Between 1963-1973, B-52 bombers dropped over 388,000 tons of napalm on concentrated areas of the Ho Chi Minh Trail. Napalm was a highly destructive, flammable, sticky, gasoline-based gel. The napalm cleared out over 1 million square yards of foliage.
Hundreds of classified, covert missions were made along the Ho Chi Minh Trail in Laos in order to identify targets and calling in air strikes.

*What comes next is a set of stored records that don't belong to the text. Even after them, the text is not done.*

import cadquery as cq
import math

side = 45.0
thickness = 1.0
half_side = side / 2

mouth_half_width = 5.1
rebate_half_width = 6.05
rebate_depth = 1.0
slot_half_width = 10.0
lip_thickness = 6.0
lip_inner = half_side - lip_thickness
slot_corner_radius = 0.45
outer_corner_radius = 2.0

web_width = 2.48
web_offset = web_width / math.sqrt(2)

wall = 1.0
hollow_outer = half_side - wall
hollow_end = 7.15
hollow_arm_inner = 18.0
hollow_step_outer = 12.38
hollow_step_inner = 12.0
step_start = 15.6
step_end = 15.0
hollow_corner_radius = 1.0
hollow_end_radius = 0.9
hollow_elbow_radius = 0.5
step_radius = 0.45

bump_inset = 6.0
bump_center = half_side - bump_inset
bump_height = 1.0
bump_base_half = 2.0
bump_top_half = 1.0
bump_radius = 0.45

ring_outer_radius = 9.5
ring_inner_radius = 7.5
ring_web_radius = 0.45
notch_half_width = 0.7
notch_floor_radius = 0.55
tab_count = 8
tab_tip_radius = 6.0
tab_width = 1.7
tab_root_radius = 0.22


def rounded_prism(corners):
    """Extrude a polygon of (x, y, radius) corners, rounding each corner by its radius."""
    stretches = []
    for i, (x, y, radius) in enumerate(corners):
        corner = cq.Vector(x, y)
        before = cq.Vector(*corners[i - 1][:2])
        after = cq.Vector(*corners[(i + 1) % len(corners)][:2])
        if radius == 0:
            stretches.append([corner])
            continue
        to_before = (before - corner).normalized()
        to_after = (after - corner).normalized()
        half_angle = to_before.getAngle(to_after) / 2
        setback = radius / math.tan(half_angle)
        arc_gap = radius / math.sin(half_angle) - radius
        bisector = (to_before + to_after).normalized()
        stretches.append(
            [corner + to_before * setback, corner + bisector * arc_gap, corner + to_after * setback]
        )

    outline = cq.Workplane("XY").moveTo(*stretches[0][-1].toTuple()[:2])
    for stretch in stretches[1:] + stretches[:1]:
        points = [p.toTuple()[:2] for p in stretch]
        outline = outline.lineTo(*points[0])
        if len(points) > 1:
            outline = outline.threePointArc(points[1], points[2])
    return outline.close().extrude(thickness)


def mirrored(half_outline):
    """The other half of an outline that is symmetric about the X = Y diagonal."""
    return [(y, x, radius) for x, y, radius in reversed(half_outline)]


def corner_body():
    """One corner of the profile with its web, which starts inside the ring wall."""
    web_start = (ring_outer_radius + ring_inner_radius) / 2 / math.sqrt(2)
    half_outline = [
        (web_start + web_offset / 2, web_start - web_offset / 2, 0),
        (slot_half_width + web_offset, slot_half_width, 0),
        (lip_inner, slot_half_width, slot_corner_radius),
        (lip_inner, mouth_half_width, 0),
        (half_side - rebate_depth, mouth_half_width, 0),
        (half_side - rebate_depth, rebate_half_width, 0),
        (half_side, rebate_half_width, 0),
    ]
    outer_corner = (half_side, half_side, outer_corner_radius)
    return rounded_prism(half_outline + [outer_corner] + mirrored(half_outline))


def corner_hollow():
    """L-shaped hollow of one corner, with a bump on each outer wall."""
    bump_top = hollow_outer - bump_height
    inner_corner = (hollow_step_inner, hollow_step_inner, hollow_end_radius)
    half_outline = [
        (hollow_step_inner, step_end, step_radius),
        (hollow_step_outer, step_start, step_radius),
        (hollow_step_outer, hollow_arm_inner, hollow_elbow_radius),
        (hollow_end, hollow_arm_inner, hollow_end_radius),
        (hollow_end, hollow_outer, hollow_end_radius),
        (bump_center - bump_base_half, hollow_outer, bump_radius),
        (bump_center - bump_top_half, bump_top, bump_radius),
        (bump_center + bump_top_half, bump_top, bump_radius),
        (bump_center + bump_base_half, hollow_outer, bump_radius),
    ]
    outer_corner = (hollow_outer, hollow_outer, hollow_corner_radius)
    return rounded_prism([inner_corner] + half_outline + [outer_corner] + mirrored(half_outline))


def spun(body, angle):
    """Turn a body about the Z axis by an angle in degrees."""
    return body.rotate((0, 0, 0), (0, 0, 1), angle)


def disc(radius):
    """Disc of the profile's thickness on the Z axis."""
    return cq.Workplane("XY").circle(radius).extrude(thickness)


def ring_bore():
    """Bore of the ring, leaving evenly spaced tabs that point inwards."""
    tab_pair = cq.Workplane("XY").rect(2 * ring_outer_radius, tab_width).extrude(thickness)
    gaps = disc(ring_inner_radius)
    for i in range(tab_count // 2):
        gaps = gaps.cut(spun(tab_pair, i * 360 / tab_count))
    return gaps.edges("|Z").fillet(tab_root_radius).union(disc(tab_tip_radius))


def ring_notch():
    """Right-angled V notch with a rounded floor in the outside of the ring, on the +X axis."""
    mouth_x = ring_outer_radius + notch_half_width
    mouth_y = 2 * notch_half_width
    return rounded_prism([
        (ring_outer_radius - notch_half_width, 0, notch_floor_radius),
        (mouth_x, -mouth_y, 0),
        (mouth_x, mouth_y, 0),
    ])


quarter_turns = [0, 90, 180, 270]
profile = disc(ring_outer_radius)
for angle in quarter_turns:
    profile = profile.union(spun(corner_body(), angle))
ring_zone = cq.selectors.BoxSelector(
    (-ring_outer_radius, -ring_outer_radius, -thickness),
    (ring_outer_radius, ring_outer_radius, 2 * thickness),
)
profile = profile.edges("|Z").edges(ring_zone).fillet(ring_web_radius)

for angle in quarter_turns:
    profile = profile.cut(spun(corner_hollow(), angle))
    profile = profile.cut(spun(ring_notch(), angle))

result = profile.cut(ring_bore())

The United States introduced the Igloo White program 1966 - 1971 aimed at installing a vast network of costly sensors and remote sound surveillance systems along the trails to detect communist troops and vehicles. The operation was responsible for locating and destroying thousands of vehicles along the Ho Chi Minh Trail.
The sound sensors used in the Igloo White program were equipped with self-destruct mechanisms but the North Vietnamese were often able to destroy the devices or deactivate them by removing their batteries. The communists also used tape-recorded truck noises to deceive their enemy.
The Americans fought a hi-tech war in Vietnam, using B52 bombers, artillery, helicopters, napalm and defoliants but despite this were unable to defeat the guerrilla tactics employed by the communists. The impenetrable Ho Chi Minh Trail played a major role in the US decision to withdraw from the Vietnam War. The last non-combat US troops left Vietnam on March 29, 1973.